In the paper, Alauthman [20], introduced a Bot spam email detection system by using gated 
recurrent unit recurrent neural network (GRU-RNN) with SVM. First, the CART algorithm was employed 
for feature reduction. GRU is then used to solve the gradient problem encountered in traditional RNN, 
allowing a faster training phase. The author used ADAM optimizer and the cross-entropy cost function. At 
the final step of the neural network, the prediction of the model is computed by employing the decision 
function of SVM. The approach in this study showed a detection rate of 98.7% when applying the minimum 
number of features using the SpamBase dataset. However, the DL related parameters were randomly set with 
no experimental analysis and the execution time was not shown. The author stated that the proposed model 
could be further improved by combining it with other ML techniques. 

In the paper, Sumathi and Pugalendhi [21], and introduced a hybrid approach for spam detection 
using random forest and deep neural network (DNN). The random forest algorithm is used to select the 
important features with the gini measure. These features are then trained using DNN classifier. The authors 
used backprobagation with one hidden layer and 10 hidden nodes. They employed softmax as the loss 
function. However, they did not investigate the DL parameters to find the best values. Experimental results 
obtained on the SpamBase dataset showed that the classification rate of DNN outperformed K-nearest 
neighbor (K-NN) and SVM with an accuracy of 88.59% when only considering the top-ranked five features. 
The authors did not investigate the running time. They encouraged the use of bioinspired-based feature 
selection algorithms to enhance the accuracy instead of exploring the DL architectures and parameters. 

In the paper, Hossain et al. [22], proposed some ML and DL techniques for spam detection model. 
Outliers are first removed from the dataset using Isolation Forest. The ML techniques were random forest, K- 
NN, and multinominal NB. While DL technique was based on RNN with one input/output layer. The number 
of the hidden layers was not set by the authors. The accuracy of 99.28% is achieved using RNN on 
SpamBase dataset. The authors showed that reducing the feature set can significantly reduce the running time 
for ML techniques. However, this hypothesis was not demonstrated when using RNN. They encouraged to 
use ensemble learning for spam detection. 

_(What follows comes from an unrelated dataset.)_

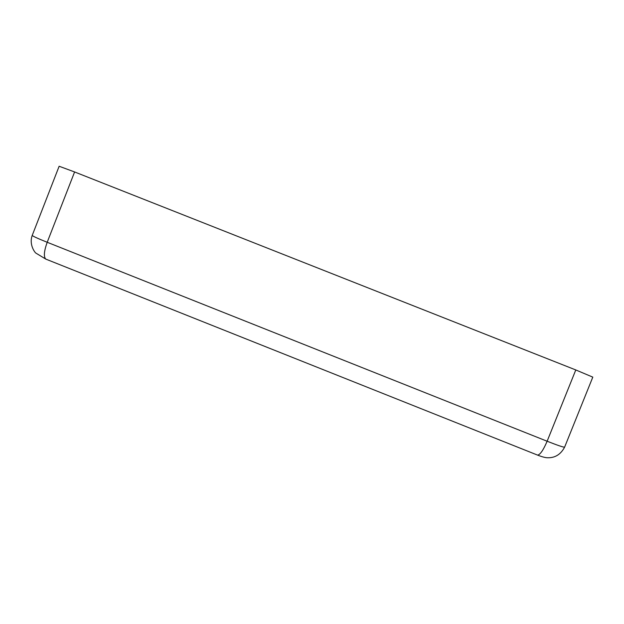 <?xml version="1.0" encoding="UTF-8"?>
<svg xmlns="http://www.w3.org/2000/svg" width="624" height="624" viewBox="0 0 624 624"><rect width="100%" height="100%" fill="white"/><g stroke="black" fill="none" stroke-linecap="round" stroke-linejoin="round"><path stroke-width="0.94" d="M537.186 454.951L45.817 259.108L35.942 253.141C35.038 252.751 28.798 244.702 32.23 235.396C32.581 236.114 37.573 238.407 47.206 242.276L74.599 171.959L575.788 369.954L547.131 441.23L47.206 242.276C43.984 251.277 43.524 256.885 45.817 259.108L46.293 259.295M74.599 171.959L59.14 166.249L32.23 235.396M564.619 447.143C560.789 454.334 555.212 457.876 547.88 457.759C545.633 457.798 542.194 456.908 537.553 455.099C540.119 454.795 543.317 450.169 547.131 441.23C557.879 445.45 563.706 447.424 564.619 447.143L592.8 377.13L575.788 369.954"/></g></svg>
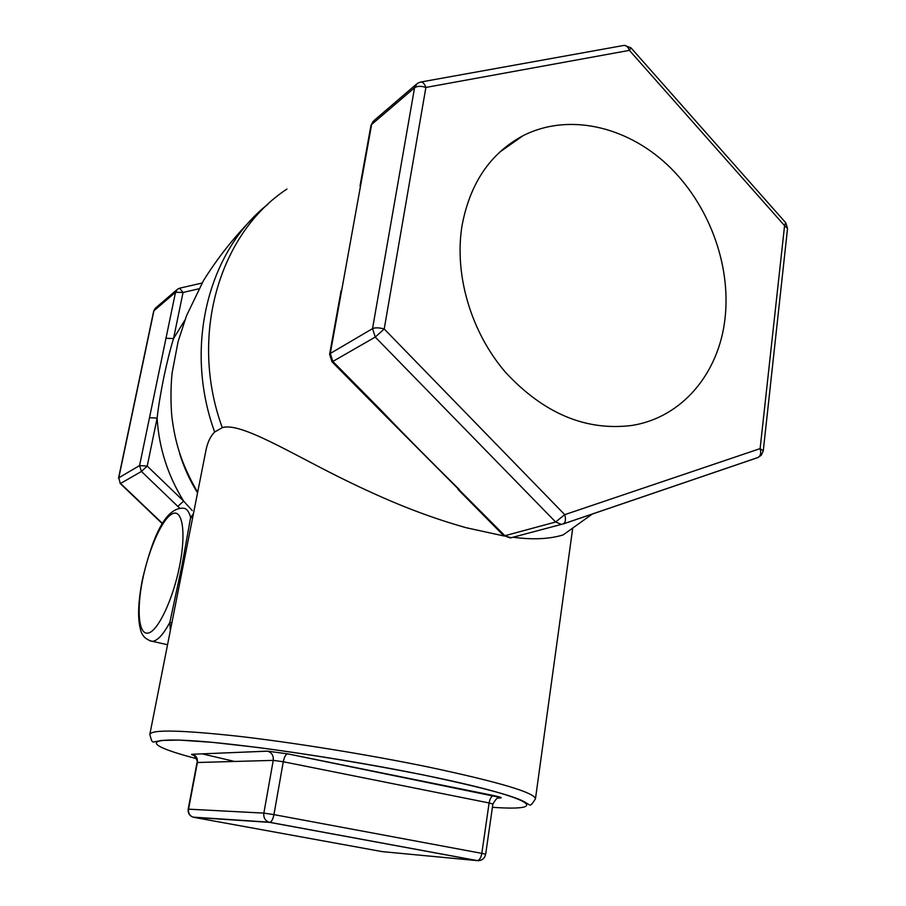 <?xml version="1.0" encoding="UTF-8"?>
<svg xmlns="http://www.w3.org/2000/svg" width="906" height="906" viewBox="0 0 906 906"><rect width="100%" height="100%" fill="white"/><g stroke="black" fill="none" stroke-linecap="round" stroke-linejoin="round"><path stroke-width="1.36" d="M504.03 535.978L466.024 527.688C425.095 516.08 388.436 501.426 340.701 477.87C290.237 452.875 240.226 421.902 222.287 427.655L214.654 432.003C210.52 436.126 207.644 442.139 206.013 450.033L149.852 734.324C151.846 729.432 181.279 730.077 238.165 736.238C293.816 742.603 369.388 754.834 429.059 767.167C499.353 782.138 534.823 792.705 535.457 798.843C529.67 807.993 530.542 804.902 526.227 803.022C518.934 797.28 484.959 787.982 424.302 775.151C343.793 758.639 237.712 743.192 189.071 740.542C139.784 737.756 149.354 746.442 196.704 758.707M592.422 513.974L563.124 534.925C549.478 539.104 532.785 539.874 513.034 537.235M192.65 517.677L190.611 517.439L193.431 513.725M170.305 630.769L169.841 622.411L181.97 565.548L190.611 517.439C188.98 511.256 186.421 508.175 182.944 508.198C163.522 507.79 150.996 543.283 142.367 579.727C138.176 601.561 137.508 617.96 140.351 628.911C141.698 635.559 145.707 639.704 152.378 641.346C157.485 640.882 163.295 634.562 169.841 622.411L171.88 622.818M162.333 523.702L120.283 483.555L118.777 477.802L120.238 483.521M198.935 288.788L183.046 292.457L175.526 292.287L177.644 289.093L179.603 288.199L183.046 292.457L173.544 338.538L165.979 338.278L139.558 465.582L147.225 466.092L141.438 471.46L179.728 508.221M176.772 289.829L155.968 307.689L153.669 311.177L118.539 478.074M184.858 320.135L173.544 338.538C170.498 348.221 167.259 361.166 163.805 377.372C160.498 393.827 158.278 407.417 157.123 418.108L147.225 466.092L183.635 501.12L192.253 510.61M177.814 506.397L183.635 501.12C167.746 475.401 158.901 447.723 157.123 418.108L149.501 417.7M462.015 225.73C454.053 274.767 470.973 332.128 505.435 372.219C543.555 413.351 585.559 431.109 631.459 425.503C681.969 417.847 719.047 373.249 725.027 318.38C731.312 263.906 708.186 202.774 666.68 164.167C625.185 125.685 567.564 112.99 523.034 135.707C490.305 153.295 469.965 183.306 462.015 225.73M624.325 45.357L630.972 47.825L629.387 50.362L425.888 87.44C421.075 85.877 417.292 85.979 414.563 87.746L417.247 83.465L420.282 82.106C422.524 81.608 424.393 83.386 425.888 87.44L384.212 328.98L375.254 337.066L372.536 328.629C375.265 327.462 379.15 327.587 384.212 328.98L564.744 514.665C566.001 519.195 565.593 522.252 563.498 523.827L561.324 524.381L555.627 522.003L564.744 514.665L760.123 448.617L763.271 450.86L787.541 228.527L784.573 225.662L785.627 222.65L631.04 47.905M379.421 409.795L331.981 361.743L329.614 354.28L330.282 353.476L332.853 361.437L331.868 361.63M459.353 489.602C433.193 463.815 410.124 440.69 380.52 409.727L332.853 361.437L375.254 337.066L555.627 522.003L504.88 535.729L379.569 409.942L380.52 409.727M458.074 489.466L503.736 535.706L511.233 537.711M503.498 535.48L510.338 537.949L563.498 523.827L758.243 457.405C760.644 455.786 761.267 452.853 760.123 448.617L784.573 225.662L629.387 50.362C627.937 46.591 625.955 44.972 623.419 45.515L421.075 81.97M563.26 523.951L757.609 457.666L761.289 455.276L763.271 450.86M416.126 84.428L374.235 120.385L370.916 125.64L373.238 121.223M341.789 289.75L371.63 124.484L414.563 87.746L372.536 328.629L330.282 353.476L360.735 184.813M197.044 762.512L188.199 809.149L263.85 813.112L273.94 814.619C272.966 819.239 271.596 821.833 269.829 822.376L268.776 822.138C265.039 820.519 263.397 817.506 263.85 813.112L273.25 760.383L197.044 762.512C198.131 762.716 197.191 760.394 194.235 755.536L192.332 754.268C196.126 755.502 197.814 758.22 197.406 762.433L188.561 809.126C188.12 813.022 189.581 815.683 192.944 817.121L193.34 817.144M478.764 860.677L477.36 860.609C479.5 860.179 480.984 857.767 481.822 853.361L485.661 854.267L492.898 804.041L489.104 802.965C489.965 798.469 491.505 796.012 493.725 795.581L493.747 795.581C501.12 797.155 503.011 797.971 499.421 798.039L498.311 797.926M214.654 432.003C183.691 347.123 208.018 251.426 267.768 204.371M222.287 427.655C188.765 336.217 219.184 233.42 286.908 189.082M202.14 753.837L234.484 761.425M149.626 640.735L167.553 644.732M179.671 565.729C186.296 532.535 182.468 508.651 172.4 513.77C162.412 518.402 148.844 548.787 142.65 579.489C136.319 610.225 138.663 635.684 148.459 633.011C158.142 630.836 173.193 598.877 179.671 565.729M183.227 565.378L181.97 565.548M197.553 492.864C189.796 480.406 183.782 467.168 179.513 453.17M162.48 523.464L120.566 483.453L141.438 471.46L139.558 465.582L118.777 477.802L153.918 310.781L175.526 292.287L165.979 338.278M492.422 807.303C554.03 811.674 533.362 797.314 424.28 775.151C369.048 764.177 313.827 754.981 258.618 747.563L212.706 742.376L179.094 740.077L161.37 740.451L156.715 741.436C152.65 741.504 152.367 744.891 149.852 734.324M498.028 798.005L499.421 798.039M493.747 795.581L287.53 753.826C285.696 754.392 284.28 757.031 283.272 761.742L273.25 760.383C273.657 755.627 271.766 752.558 267.564 751.165L287.542 753.826L267.564 751.165L192.332 754.268L267.451 751.142M194.156 755.479C191.494 754.743 190.86 754.336 192.231 754.245M273.94 814.619L283.272 761.742L489.104 802.965L481.822 853.361L273.94 814.619M477.179 860.609L269.694 822.376L193.771 817.337L382.139 851.617L477.179 860.609M572.66 528.617L535.457 798.843M251.709 219.32C233.352 238.097 217.27 258.527 203.476 280.611L186.557 315.639L178.097 341.517L172.219 372.355C171.143 380.146 170.215 399.897 171.914 417.111C174.881 440.225 180.158 462.094 197.667 492.286M155.209 308.323L153.669 311.177M202.095 283.034L179.864 288.131M499.75 152.061L523.034 135.707M329.614 354.28L341.109 290.656M787.541 228.527L785.774 222.808M360.033 185.877L370.916 125.64M492.898 804.041C498.934 793.509 499.682 799.352 500.905 797.586L287.53 753.826M485.661 854.267C484.597 858.684 481.822 860.791 477.36 860.609L268.776 822.138L192.944 817.121C189.365 815.706 187.78 813.044 188.199 809.149"/></g></svg>

In the paper, AbdulNabi and Yaseen [23], used word embedding and bidirectional encoder 
representations from transformers (BERT) to detect spam from text emails. They employed the attention 
layers to handle the texts. The parameters were set without valid investigation. The epochs number was set to 
3, the batch size equaled to 32, the learning rate was set to 4e-5, and the optimizer to ADAM. The loss 
function is not defined. Two datasets (HAM and Spam) were merged and used to test and compare the 
proposed model against some ML techniques and Bidirectional long-short term memory (LSTM). The new 
model achieved an accuracy of 98.67%. The authors set the sequence to 300 tokens or words but stated that 
the results could be improved if the sequence is increased. They also encouraged exploring further spam 
detection in different languages, particularly in Arabic language. 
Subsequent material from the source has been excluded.